— Task brief —
If a line in the records below contains "colour", copy that line.

— Stored data —
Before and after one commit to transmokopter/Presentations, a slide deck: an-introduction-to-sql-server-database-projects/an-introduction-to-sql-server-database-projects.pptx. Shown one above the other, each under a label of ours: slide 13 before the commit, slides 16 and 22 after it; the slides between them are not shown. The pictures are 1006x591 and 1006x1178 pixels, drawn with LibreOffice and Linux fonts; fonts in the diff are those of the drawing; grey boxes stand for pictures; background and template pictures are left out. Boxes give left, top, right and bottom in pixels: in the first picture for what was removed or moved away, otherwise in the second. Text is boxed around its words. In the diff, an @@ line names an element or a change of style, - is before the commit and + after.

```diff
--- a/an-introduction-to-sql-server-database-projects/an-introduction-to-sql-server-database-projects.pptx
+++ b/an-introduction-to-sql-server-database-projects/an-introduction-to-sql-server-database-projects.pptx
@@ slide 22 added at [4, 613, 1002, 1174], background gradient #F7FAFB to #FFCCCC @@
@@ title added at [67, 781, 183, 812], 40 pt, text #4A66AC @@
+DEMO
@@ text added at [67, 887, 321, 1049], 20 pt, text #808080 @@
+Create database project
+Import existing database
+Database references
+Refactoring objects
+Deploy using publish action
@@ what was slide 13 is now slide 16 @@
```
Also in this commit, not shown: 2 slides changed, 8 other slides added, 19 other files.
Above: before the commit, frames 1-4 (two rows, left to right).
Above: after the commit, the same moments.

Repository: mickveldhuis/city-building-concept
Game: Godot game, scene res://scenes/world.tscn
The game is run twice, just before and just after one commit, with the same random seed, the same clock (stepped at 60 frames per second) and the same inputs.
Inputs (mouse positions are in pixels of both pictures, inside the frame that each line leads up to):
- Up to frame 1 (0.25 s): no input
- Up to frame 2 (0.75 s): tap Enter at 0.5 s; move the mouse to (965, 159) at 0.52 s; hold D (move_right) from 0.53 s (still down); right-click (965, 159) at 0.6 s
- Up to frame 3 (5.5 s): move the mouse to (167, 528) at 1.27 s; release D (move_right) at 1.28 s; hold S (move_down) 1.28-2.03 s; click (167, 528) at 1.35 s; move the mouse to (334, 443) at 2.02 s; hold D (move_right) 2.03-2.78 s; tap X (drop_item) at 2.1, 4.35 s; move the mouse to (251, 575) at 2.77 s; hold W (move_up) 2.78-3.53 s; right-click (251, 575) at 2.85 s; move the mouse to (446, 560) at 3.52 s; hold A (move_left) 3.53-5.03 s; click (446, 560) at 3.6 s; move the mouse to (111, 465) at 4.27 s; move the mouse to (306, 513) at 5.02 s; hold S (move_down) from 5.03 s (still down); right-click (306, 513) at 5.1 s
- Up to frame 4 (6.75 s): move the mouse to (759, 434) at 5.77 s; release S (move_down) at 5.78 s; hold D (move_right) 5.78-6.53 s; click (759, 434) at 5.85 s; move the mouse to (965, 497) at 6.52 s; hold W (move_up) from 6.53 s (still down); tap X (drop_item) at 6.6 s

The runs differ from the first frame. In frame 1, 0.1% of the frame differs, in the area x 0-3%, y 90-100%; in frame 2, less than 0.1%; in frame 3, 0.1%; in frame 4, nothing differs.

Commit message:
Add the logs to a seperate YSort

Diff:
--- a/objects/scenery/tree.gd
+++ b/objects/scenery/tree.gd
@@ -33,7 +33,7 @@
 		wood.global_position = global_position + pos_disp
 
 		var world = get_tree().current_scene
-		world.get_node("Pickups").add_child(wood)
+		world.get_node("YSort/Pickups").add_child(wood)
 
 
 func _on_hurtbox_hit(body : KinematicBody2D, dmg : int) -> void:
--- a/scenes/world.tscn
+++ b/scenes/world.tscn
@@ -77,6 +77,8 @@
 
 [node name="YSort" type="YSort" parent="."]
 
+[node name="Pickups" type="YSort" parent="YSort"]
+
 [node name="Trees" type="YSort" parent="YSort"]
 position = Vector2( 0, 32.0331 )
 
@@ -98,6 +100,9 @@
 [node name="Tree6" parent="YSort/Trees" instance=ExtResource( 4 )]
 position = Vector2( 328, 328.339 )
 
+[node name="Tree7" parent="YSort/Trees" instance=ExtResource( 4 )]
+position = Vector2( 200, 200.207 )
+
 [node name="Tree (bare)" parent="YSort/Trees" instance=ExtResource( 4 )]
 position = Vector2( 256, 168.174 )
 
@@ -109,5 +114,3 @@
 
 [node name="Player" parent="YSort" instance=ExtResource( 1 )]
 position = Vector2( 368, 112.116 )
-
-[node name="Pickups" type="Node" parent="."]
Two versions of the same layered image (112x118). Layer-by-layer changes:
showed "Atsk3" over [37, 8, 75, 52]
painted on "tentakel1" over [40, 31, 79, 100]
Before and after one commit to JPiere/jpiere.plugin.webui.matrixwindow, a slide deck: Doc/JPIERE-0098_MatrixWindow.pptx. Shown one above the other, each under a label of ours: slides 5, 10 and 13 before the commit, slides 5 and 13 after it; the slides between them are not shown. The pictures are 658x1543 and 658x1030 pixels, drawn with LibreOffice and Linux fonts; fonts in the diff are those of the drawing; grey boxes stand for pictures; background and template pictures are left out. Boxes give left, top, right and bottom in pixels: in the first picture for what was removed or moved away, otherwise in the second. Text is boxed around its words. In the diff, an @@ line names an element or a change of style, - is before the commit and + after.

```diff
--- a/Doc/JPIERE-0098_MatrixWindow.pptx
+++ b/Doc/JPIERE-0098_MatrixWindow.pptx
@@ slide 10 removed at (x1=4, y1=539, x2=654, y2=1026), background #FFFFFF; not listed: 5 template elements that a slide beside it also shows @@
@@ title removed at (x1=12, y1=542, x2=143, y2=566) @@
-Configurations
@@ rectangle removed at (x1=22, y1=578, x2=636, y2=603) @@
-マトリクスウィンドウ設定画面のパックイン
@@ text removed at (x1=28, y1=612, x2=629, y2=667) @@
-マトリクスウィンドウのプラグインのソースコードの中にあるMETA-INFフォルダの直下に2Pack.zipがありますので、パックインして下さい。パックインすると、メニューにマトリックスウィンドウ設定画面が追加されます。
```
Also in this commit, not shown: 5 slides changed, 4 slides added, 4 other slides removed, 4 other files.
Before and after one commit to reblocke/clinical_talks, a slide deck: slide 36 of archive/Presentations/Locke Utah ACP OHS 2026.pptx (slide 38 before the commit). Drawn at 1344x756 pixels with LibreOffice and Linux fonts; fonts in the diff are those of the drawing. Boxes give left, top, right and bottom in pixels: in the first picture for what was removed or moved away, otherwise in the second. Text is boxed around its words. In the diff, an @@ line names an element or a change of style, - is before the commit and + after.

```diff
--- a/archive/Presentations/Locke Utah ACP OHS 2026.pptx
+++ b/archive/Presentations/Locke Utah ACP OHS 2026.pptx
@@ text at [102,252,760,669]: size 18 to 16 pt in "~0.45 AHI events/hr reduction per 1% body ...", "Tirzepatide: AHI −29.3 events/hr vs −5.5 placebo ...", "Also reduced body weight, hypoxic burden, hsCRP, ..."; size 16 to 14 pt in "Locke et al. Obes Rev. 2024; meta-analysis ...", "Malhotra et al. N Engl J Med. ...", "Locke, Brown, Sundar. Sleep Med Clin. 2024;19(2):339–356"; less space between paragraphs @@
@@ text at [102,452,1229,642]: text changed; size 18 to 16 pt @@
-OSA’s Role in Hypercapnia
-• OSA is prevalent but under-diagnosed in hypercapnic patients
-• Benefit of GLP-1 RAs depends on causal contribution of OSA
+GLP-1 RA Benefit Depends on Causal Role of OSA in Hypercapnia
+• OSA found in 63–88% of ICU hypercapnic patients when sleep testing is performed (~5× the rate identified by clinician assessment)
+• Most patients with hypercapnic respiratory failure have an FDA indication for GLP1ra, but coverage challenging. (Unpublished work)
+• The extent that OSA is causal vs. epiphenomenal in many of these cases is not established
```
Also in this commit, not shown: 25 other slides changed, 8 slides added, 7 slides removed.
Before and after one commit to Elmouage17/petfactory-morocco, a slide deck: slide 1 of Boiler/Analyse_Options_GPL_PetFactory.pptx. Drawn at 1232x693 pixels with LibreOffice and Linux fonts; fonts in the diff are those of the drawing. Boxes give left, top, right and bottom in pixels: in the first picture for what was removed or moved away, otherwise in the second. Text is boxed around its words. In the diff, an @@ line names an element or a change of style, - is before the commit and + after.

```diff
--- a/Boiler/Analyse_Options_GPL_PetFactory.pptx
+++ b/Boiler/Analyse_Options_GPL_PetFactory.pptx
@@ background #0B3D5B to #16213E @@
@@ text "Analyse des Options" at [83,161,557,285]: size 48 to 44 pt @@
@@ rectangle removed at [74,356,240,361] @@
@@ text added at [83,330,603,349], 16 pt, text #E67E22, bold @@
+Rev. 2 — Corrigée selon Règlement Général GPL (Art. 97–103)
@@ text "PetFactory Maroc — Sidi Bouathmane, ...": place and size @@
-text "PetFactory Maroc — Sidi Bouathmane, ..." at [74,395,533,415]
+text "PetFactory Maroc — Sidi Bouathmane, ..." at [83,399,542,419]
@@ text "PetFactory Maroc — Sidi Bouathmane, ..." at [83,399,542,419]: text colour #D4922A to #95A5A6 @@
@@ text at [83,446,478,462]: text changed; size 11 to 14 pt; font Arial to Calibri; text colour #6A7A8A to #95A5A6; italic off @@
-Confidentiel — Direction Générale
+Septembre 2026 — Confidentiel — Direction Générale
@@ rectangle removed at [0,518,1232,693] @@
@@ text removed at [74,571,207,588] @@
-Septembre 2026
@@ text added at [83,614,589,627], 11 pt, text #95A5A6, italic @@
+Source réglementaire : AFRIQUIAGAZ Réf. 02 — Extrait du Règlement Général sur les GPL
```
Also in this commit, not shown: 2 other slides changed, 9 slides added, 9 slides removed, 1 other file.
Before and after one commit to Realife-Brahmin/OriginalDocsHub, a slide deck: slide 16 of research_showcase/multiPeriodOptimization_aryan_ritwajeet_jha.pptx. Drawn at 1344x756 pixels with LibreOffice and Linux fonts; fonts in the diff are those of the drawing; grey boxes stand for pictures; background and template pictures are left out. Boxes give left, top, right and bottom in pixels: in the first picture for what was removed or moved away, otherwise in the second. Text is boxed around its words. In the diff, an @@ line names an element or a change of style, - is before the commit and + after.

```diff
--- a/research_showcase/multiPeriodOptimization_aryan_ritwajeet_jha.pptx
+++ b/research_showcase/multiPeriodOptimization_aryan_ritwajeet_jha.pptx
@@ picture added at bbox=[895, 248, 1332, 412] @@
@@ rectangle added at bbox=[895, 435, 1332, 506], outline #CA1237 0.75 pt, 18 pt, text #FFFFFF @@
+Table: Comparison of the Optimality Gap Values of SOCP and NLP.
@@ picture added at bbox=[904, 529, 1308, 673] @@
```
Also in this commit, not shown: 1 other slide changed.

— Exercise output —
@@ text "PetFactory Maroc — Sidi Bouathmane, ..." at [83,399,542,419]: text colour #D4922A to #95A5A6 @@
@@ text at [83,446,478,462]: text changed; size 11 to 14 pt; font Arial to Calibri; text colour #6A7A8A to #95A5A6; italic off @@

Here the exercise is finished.